== Source data
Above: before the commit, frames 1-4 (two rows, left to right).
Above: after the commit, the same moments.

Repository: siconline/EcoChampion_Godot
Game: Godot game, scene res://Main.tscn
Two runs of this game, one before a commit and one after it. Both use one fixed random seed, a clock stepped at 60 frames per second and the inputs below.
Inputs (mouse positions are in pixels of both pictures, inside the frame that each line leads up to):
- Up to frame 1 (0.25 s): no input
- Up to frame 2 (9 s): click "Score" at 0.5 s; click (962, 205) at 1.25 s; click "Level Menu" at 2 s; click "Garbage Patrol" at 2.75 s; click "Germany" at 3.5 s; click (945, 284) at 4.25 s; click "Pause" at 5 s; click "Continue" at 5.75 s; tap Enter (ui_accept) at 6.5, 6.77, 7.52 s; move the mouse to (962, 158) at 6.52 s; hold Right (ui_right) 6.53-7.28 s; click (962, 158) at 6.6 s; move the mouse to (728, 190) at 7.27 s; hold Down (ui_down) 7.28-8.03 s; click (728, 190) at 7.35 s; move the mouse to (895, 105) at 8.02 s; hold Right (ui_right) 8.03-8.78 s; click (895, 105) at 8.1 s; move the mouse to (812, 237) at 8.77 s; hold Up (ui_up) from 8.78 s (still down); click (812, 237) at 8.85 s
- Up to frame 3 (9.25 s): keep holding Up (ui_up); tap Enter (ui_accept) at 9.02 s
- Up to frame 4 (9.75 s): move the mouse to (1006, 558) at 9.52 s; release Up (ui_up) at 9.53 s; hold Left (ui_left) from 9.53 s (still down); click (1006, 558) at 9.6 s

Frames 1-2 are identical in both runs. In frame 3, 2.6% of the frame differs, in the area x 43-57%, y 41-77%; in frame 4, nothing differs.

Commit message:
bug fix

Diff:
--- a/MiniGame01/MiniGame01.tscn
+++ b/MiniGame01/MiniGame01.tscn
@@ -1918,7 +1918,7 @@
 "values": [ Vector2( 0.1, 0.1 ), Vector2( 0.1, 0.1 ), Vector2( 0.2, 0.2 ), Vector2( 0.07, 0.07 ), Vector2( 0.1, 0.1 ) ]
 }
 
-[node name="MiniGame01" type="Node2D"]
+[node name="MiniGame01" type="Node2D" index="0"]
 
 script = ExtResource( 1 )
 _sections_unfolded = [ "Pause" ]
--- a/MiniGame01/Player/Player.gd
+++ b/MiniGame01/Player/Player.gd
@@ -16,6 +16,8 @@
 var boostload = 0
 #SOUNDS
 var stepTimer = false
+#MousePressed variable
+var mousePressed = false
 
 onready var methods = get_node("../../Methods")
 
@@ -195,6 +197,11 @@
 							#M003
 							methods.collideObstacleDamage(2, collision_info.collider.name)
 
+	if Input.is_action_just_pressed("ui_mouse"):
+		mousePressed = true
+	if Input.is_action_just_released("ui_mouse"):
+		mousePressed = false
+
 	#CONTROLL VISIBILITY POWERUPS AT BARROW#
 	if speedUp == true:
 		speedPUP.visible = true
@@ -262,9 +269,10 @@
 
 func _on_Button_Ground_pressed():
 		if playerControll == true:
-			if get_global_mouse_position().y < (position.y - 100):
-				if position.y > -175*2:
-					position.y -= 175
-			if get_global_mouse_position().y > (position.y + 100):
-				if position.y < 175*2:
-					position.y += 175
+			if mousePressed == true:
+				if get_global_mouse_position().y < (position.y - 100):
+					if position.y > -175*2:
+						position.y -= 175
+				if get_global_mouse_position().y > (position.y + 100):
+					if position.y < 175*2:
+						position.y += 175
====
● **Instructions to follow**:
Quote the data above verbatim from its first line to the line that includes "Inputs (mouse positions", with both boundary lines retained.

● **Answer box**:
Above: before the commit, frames 1-4 (two rows, left to right).
Above: after the commit, the same moments.

Repository: siconline/EcoChampion_Godot
Game: Godot game, scene res://Main.tscn
Two runs of this game, one before a commit and one after it. Both use one fixed random seed, a clock stepped at 60 frames per second and the inputs below.
Inputs (mouse positions are in pixels of both pictures, inside the frame that each line leads up to):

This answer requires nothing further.